ЕЛЕНА. Тш, мама, тшшш!.. (Успокаивая, гладит мамину руку.)
АЛЕКСАНДР. Им подавай беззубые сказочки. Води их за нос обещанием рая, и они зубами вцепятся в эту иллюзию. Каждый предпочитает слышать: «Ты на свете всех милее, всех румяней, всех добрее, всех умнее, всех богаче, всех здоровее, всех мудрее, всех главнее, всех лучше»…
МАТЬ …. А он там всё сидел и болтал без умолку, болтал и болтал…
ЕЛЕНА продолжает гладить МАТЬ по руке, и та успокаивается постепенно, хотя её раздражение в отношении АЛЕКСАНДРА не угасает.
АЛЕКСАНДР. Они прочь гонят мысль о том, что не застрахованы от проблем и сомнений; что могут оказаться неспособными на какое-то дело. Неспособными проникнуть в суть вещей. Им мнится в этом что-то постыдное. Разве могут они оступиться?! — Боже упаси! Это болезнь. Социальная болезнь. Вроде проказы.
МАТЬ. Я уходила на кухню и стучала кастрюлями. Я стучала так, что мёртвый бы поднялся. (Осекается.) А он всё сидел там и болтал…
ЕЛЕНА. Мам.
МАТЬ. Бог знает с кем.
ЕЛЕНА. Мама!
МАТЬ. Ну кто мог выносить его болтовню?!
АЛЕКСАНДР. Но это ничего не изменит. Раскрываться — природное свойство. Цветы распускаются без спроса. Ветер завихряется ни с того, ни с сего. Древности лежат на глубине, в земле, но со временем выталкиваются на поверхность, или кто-то докапывается до них и извлекает на свет.
МАТЬ. Он плохо кончил, твой отец, плохо кончил.
ЕЛЕНА. Говори, что хочешь — папа нас обеих любил.
МАТЬ. Не знаю, кого он любил, или как любил, но умер он смертью дурной. Глупой и мерзопакостной.

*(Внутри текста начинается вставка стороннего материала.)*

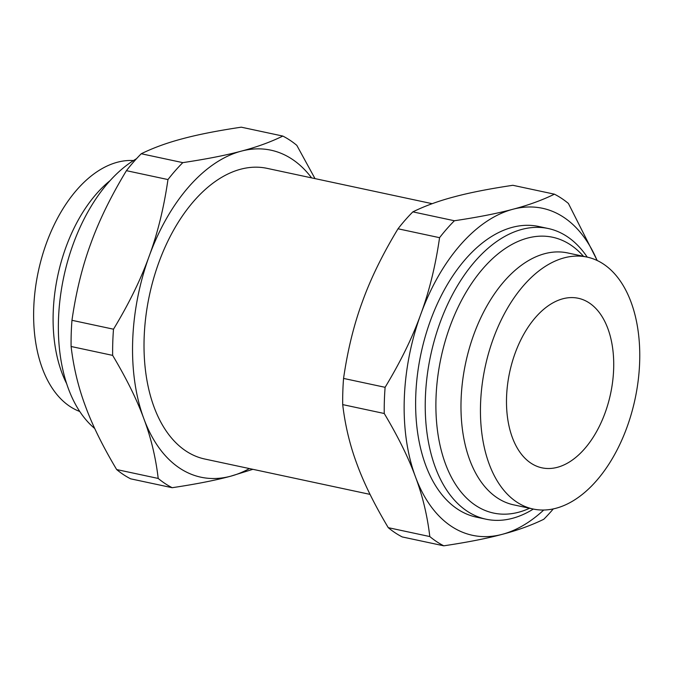 <?xml version="1.0" encoding="UTF-8"?>
<svg xmlns="http://www.w3.org/2000/svg" width="673" height="673" viewBox="0 0 673 673"><rect width="100%" height="100%" fill="white"/><g stroke="black" fill="none" stroke-linecap="round" stroke-linejoin="round"><path stroke-width="1.01" d="M432.184 203.683L267.03 168.343A148.632 88.441 102.1 0 0 149.448 295.186A148.632 88.441 102.1 0 0 204.836 459.036L370.049 494.386M311.599 177.882A167.215 99.495 102.1 0 0 241.237 151.156A167.215 99.495 102.1 0 0 149.17 256.186A167.215 99.495 102.1 0 0 143.854 418.715A167.215 99.495 102.1 0 0 230.62 476.223A167.215 99.495 102.1 0 0 249.405 468.576M597.111 260.493A167.215 99.495 102.1 0 0 512.843 209.269C528.297 205.223 542.152 200.192 554.417 194.177L512.868 185.294C489.128 188.844 469.645 192.671 454.435 196.777C438.981 200.823 425.126 205.854 412.86 211.869A185.79 110.549 102.1 0 0 398.021 228.786C382.474 254.503 370.587 278.841 362.36 301.798C353.889 324.714 347.63 350.254 343.558 378.419L385.107 387.312C400.654 361.594 412.541 337.257 420.768 314.299A167.215 99.495 102.1 0 0 415.46 476.829A167.215 99.495 102.1 0 0 502.226 534.337A167.215 99.495 102.1 0 0 543.717 510.025M94.767 428.55A148.632 88.441 -77.9 0 1 61.201 290.871A148.632 88.441 -77.9 0 1 136.535 158.685M587.235 257.128A148.632 88.441 102.1 0 0 548.234 228.517L538.636 226.465A148.632 88.441 102.1 0 0 421.054 353.3A148.632 88.441 102.1 0 0 476.434 517.15L486.041 519.203A148.632 88.441 102.1 0 0 533.327 509.057M548.234 228.517A148.632 88.441 102.1 0 0 430.661 355.361A148.632 88.441 102.1 0 0 486.041 519.203M252.871 469.317L230.62 476.223C215.41 480.329 195.927 484.156 172.187 487.706A185.79 110.549 -77.9 0 1 158.205 478.444C155.741 457.514 150.962 437.601 143.854 418.715C136.989 399.88 126.591 378.764 112.652 355.386A185.79 110.549 -77.9 0 1 113.501 329.198C129.048 303.481 140.935 279.144 149.17 256.186C157.633 233.27 163.901 207.73 167.964 179.565A185.79 110.549 -77.9 0 1 182.804 162.639C206.552 159.08 226.027 155.253 241.237 151.156C256.691 147.109 270.546 142.079 282.82 136.064A185.79 110.549 -77.9 0 1 296.801 145.334L315.006 178.614M597.212 260.544L568.399 203.448A185.79 110.549 -77.9 0 0 554.417 194.177M133.456 160.553A128.821 76.646 102.1 0 0 38.327 271.412A128.821 76.646 102.1 0 0 79.767 411.489M110.12 180.583A128.821 76.646 102.1 0 0 66.661 383.669M412.86 211.869L454.401 220.752C478.15 217.202 497.633 213.375 512.843 209.269A167.215 99.495 102.1 0 0 420.768 314.299C429.239 291.384 435.498 265.843 439.57 237.678L398.021 228.786M626.942 427.355A128.821 76.646 -77.9 0 1 533.151 509.024A128.821 76.646 -77.9 0 1 485.149 367.021A128.821 76.646 -77.9 0 1 587.058 257.086A128.821 76.646 -77.9 0 1 626.942 427.355M605.094 412.877A86.708 51.585 -77.9 0 1 541.958 467.836A86.708 51.585 -77.9 0 1 509.654 372.262A86.708 51.585 -77.9 0 1 578.242 298.265A86.708 51.585 -77.9 0 1 605.094 412.877M533.151 509.024L513.676 504.851A128.821 76.646 -77.9 0 1 465.682 362.848A128.821 76.646 -77.9 0 1 567.583 252.922L587.058 257.086M583.474 256.32A141.036 83.915 102.1 0 0 441.051 357.582A141.036 83.915 102.1 0 0 529.567 508.25M443.785 545.82L402.235 536.936A185.79 110.549 -77.9 0 1 388.262 527.666C374.314 504.279 363.916 483.172 357.052 464.336C349.952 445.442 345.165 425.538 342.7 404.608L384.249 413.5C398.189 436.878 408.595 457.993 415.46 476.829C422.56 495.723 427.347 515.627 429.803 536.558A185.79 110.549 102.1 0 0 443.785 545.82C467.533 542.27 487.008 538.442 502.226 534.337C517.672 530.29 531.535 525.26 543.801 519.253A185.79 110.549 102.1 0 0 553.29 508.914M388.262 527.666L429.803 536.558M282.82 136.064L241.271 127.18C217.522 130.73 198.047 134.558 182.829 138.663C167.384 142.71 153.52 147.74 141.254 153.747L182.804 162.639M167.964 179.565L126.423 170.673A185.79 110.549 -77.9 0 1 141.254 153.747M113.501 329.198L71.961 320.306C76.024 292.132 82.291 266.601 90.754 243.685C98.99 220.719 110.877 196.381 126.423 170.673M112.652 355.386L71.102 346.494C73.567 367.424 78.346 387.328 85.446 406.223C92.31 425.058 102.717 446.165 116.656 469.552L158.205 478.444M172.187 487.706L130.638 478.823A185.79 110.549 102.1 0 1 116.656 469.552M71.961 320.306A185.79 110.549 102.1 0 0 71.102 346.494M439.57 237.678A185.79 110.549 -77.9 0 1 454.401 220.752M384.249 413.5A185.79 110.549 -77.9 0 1 385.107 387.312M342.7 404.608A185.79 110.549 -77.9 0 1 343.558 378.419"/></g></svg>

АЛЕКСАНДР. Дело вот в чём. Что ты можешь знать о любви? Любовь живёт в тебе, пока она вне тебя. (Пауза.) Но ты остаёшься в любви всё равно. Потому что живёшь будущим воспоминанием о любви. Она была завтра — будет вчера. Она остаётся с тобой, ты охвачен ею и не свободен от неё. Любовь… Сам чёрт ногу сломит! Не отличить балета от болота!.. Полнейшая путаница!
МАТЬ. Помнишь, я рассказывала, как в детстве на меня наскочил грузовик? И все думали — я умру. Меня даже в больницу не отвезли. Никому и в голову не могло прийти, что я уцелею. На мне поставили крест. Врача вызвали, но меня просто отвезли домой и положили в постель.